Scientists have found a planet far out in the cosmos that's close in size and content to Earth -- an astronomical first.

But this rocky world is so close to its sun that it's almost certainly too hot for life. Surface temperatures are believed to top 3,500 degrees Fahrenheit, hot enough to melt rock.

The newly discovered exoplanet is called Kepler-78b. It was first detected last year by NASA's Kepler Space Telescope, then measured and studied by astronomers at observatories here on Earth.

Kepler-78b is about 20 percent larger than Earth and almost double its mass. David A. Aguilar, Harvard-Smithsonian Center for Astrophysics

Astrophysicists reported Wednesday in the journal Nature that Kepler-78b appears to be made of rock and iron, just like our own planet.

They measured the planet's mass to determine its density and content. It's actually a little bigger than Earth and nearly double its mass, or weight.

Kepler-78b is located in the Cygnus constellation, about 400 light-years from Earth -- a distance of some six trillion miles.
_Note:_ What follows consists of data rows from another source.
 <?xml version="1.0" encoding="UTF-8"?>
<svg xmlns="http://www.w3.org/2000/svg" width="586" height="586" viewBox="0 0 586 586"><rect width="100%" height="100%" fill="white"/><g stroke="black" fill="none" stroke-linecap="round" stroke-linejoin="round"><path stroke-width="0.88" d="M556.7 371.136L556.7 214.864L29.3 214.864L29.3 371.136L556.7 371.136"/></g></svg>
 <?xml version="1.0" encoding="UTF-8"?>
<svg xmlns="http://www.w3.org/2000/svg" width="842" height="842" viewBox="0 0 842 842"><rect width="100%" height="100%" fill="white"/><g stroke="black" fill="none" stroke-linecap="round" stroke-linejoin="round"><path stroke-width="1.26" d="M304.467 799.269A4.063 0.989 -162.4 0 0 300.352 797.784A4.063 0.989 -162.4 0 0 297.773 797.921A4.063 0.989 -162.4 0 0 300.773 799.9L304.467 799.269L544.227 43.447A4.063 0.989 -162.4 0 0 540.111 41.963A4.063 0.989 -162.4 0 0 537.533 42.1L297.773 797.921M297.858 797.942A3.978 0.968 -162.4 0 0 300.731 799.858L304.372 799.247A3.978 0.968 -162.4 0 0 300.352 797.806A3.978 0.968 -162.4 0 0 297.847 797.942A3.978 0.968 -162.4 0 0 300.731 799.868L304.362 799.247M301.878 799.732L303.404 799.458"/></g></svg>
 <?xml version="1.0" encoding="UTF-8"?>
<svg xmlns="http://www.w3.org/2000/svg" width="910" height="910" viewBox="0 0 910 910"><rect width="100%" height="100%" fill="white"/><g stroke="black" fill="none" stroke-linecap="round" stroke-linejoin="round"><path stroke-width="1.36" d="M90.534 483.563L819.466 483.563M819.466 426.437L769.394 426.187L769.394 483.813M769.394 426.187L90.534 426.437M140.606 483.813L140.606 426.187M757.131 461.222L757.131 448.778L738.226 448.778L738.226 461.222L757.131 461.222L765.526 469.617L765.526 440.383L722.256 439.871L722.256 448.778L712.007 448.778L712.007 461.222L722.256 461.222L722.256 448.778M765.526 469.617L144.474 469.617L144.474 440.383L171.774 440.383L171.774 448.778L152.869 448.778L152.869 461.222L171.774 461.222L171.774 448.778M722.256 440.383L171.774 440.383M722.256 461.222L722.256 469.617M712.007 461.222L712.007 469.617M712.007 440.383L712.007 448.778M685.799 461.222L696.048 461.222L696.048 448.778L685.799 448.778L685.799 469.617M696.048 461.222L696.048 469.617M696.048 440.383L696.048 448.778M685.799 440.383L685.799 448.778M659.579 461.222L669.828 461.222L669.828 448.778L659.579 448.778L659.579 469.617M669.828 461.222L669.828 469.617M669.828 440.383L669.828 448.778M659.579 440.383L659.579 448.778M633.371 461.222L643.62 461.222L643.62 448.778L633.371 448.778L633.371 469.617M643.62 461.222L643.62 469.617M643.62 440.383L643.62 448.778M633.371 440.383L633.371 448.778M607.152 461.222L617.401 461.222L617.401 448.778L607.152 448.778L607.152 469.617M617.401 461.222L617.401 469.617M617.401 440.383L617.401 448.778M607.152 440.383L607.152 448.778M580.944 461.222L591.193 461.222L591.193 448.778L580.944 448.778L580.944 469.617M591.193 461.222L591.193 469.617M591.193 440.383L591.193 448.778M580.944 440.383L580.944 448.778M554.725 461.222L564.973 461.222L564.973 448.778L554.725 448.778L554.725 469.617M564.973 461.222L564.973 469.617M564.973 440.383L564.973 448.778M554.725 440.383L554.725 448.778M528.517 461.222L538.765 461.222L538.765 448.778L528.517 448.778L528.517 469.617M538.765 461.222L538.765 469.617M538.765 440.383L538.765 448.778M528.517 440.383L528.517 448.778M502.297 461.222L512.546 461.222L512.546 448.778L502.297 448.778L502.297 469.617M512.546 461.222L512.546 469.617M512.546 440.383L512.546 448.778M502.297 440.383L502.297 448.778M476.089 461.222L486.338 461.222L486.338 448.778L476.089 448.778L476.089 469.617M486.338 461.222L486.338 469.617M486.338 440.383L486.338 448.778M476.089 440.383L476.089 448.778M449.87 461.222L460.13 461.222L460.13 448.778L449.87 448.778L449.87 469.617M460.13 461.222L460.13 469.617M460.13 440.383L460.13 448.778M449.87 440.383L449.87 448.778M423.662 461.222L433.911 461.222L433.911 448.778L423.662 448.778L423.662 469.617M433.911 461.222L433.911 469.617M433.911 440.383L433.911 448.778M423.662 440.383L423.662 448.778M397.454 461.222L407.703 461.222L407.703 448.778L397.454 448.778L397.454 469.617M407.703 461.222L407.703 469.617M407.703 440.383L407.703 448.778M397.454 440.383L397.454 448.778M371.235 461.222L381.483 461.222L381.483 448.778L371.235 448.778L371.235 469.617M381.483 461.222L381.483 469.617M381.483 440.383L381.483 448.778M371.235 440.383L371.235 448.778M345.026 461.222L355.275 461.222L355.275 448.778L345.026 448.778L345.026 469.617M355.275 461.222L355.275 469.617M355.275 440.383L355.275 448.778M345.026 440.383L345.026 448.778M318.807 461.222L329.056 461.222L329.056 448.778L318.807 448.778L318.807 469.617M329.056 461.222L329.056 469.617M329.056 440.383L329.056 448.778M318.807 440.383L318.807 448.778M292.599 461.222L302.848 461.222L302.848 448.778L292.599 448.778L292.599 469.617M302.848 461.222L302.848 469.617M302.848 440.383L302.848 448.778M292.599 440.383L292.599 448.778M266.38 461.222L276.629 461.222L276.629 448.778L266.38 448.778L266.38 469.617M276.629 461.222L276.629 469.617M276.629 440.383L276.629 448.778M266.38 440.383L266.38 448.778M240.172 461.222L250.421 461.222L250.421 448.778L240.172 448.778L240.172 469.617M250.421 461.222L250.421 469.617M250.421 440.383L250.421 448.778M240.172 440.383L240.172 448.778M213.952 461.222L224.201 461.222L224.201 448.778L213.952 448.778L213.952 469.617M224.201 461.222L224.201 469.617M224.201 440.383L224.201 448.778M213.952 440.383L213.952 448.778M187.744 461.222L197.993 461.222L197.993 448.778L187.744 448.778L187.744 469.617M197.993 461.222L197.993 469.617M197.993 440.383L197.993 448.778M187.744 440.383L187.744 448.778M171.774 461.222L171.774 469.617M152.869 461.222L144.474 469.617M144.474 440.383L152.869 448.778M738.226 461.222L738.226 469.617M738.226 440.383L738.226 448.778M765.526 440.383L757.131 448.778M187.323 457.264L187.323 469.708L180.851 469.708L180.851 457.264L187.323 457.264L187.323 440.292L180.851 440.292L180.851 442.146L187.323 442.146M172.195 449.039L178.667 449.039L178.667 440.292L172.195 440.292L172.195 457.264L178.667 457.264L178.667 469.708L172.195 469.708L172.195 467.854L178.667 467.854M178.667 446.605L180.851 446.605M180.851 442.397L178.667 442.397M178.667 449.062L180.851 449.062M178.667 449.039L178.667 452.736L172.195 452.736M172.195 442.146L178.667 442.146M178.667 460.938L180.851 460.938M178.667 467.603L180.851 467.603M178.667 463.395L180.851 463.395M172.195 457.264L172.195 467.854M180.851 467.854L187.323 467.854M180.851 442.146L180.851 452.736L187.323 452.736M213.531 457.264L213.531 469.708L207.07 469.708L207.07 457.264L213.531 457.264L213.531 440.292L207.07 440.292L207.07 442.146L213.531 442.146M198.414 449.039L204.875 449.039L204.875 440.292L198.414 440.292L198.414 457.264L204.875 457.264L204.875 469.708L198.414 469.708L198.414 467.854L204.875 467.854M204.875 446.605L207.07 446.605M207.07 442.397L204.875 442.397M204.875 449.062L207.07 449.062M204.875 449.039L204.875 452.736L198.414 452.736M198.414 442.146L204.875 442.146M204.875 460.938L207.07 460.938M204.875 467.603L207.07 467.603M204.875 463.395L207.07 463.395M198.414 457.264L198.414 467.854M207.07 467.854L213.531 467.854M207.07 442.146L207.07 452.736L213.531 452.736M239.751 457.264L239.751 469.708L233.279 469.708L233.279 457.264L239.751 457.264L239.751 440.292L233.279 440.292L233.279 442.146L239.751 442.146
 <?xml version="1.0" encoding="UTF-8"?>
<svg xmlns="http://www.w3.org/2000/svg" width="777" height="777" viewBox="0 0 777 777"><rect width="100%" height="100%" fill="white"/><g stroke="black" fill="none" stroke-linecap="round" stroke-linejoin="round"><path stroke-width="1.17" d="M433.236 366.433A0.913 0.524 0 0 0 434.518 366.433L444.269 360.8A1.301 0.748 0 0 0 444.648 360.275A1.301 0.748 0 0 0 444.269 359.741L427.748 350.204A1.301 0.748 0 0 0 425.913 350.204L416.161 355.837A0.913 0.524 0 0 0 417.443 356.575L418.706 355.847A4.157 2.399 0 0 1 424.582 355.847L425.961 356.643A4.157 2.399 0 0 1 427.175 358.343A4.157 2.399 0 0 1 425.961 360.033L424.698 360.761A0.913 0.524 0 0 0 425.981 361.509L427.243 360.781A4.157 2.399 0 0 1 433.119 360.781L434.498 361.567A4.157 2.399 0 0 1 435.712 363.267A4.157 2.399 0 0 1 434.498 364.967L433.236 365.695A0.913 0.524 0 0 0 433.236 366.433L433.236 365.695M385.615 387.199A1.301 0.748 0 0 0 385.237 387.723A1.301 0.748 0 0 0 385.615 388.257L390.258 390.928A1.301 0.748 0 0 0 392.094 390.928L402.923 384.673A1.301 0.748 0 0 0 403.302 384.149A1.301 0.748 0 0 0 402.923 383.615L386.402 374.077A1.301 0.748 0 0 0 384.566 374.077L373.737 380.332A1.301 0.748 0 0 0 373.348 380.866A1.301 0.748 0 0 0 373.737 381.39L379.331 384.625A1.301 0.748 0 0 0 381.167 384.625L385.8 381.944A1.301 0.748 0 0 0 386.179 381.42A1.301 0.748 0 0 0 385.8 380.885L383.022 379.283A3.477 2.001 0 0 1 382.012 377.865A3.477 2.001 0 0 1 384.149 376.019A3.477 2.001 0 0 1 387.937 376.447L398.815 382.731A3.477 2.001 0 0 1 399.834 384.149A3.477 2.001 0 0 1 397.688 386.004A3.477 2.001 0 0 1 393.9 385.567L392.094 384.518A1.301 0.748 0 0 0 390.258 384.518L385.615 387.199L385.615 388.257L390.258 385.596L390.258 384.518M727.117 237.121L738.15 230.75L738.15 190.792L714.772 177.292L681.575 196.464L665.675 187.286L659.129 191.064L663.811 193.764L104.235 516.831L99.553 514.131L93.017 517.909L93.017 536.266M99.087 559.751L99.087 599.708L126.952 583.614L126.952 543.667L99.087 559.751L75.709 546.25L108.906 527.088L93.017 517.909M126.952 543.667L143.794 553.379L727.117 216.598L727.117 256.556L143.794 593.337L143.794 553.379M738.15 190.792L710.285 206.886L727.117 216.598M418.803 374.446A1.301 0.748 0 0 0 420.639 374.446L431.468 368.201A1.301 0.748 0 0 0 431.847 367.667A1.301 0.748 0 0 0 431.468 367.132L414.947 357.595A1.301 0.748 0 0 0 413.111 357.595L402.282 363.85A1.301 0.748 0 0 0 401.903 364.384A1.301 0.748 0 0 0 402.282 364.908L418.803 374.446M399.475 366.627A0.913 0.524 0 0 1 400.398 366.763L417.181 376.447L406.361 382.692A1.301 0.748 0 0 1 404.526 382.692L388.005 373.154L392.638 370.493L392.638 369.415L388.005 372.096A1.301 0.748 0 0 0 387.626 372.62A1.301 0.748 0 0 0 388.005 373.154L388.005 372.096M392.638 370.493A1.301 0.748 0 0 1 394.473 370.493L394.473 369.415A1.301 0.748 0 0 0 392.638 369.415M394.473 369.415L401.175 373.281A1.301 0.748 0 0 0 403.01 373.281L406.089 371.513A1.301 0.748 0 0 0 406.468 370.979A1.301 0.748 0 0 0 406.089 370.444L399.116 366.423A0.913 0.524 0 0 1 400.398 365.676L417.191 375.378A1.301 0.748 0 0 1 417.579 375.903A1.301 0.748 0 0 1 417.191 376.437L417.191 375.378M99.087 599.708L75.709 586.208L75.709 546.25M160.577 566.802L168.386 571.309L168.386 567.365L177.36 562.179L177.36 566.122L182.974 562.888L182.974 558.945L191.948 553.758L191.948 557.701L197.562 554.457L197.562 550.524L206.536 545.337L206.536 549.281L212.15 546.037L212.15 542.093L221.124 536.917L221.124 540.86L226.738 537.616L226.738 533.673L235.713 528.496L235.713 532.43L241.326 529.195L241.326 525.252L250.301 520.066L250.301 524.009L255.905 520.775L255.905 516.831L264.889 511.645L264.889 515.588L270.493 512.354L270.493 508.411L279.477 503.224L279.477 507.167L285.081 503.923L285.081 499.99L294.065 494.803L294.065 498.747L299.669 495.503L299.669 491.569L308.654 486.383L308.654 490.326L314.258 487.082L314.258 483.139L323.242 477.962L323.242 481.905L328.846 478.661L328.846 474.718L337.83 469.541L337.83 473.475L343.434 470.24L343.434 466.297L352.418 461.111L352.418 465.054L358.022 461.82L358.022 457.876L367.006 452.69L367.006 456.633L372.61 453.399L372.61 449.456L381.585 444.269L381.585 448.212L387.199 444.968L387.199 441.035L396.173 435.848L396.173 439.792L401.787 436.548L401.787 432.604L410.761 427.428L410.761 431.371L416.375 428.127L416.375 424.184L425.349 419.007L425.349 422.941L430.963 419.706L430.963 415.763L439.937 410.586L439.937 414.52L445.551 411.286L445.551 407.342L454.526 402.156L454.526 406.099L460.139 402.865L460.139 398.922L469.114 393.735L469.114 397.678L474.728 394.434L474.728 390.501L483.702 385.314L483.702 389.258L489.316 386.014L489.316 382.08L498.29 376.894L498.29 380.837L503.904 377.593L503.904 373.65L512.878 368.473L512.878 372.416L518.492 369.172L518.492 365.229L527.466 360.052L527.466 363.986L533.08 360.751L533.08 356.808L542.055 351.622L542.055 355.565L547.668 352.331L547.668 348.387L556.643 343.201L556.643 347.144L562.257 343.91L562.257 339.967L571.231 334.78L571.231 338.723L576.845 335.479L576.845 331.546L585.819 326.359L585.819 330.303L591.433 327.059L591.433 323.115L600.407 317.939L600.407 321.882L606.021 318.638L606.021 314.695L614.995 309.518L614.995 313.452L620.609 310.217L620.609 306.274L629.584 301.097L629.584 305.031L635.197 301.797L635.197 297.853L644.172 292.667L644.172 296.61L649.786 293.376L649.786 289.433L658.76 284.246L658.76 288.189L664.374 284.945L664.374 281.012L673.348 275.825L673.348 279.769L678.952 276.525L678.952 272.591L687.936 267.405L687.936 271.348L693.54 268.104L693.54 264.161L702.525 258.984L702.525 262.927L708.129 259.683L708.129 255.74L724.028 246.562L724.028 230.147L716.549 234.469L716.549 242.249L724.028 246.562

It orbits a sun-like star from a very close distance -- about 900,000 miles -- and makes a complete orbit every eight and a half hours. By comparison, Earth is almost 93 million miles from the sun and each orbit takes 365 days.

Kepler-78b orbits its sun every 8 1/2 hours. David A. Aguilar, Harvard-Smithsonian Center for Astrophysics

"This planet is a complete mystery," astronomer David Latham of the Harvard-Smithsonian Center for Astrophysics (CfA) said in a press release. "We don't know how it formed or how it got to where it is today. What we do know is that it's not going to last forever."

Scientists agree the planet will be sucked up by the sun in a few billion years, so its time remaining, astronomically speaking, is short.

More than 1,000 exoplanets -- worlds outside our solar system -- have been confirmed so far.

NASA's Kepler Space Telescope has identified 3,500 more potential candidates. The telescope lost its precise pointing ability earlier this year, and NASA has given up trying to fix it.

Scientific teams in the United States and Switzerland used ground observatories to measure Kepler-78b.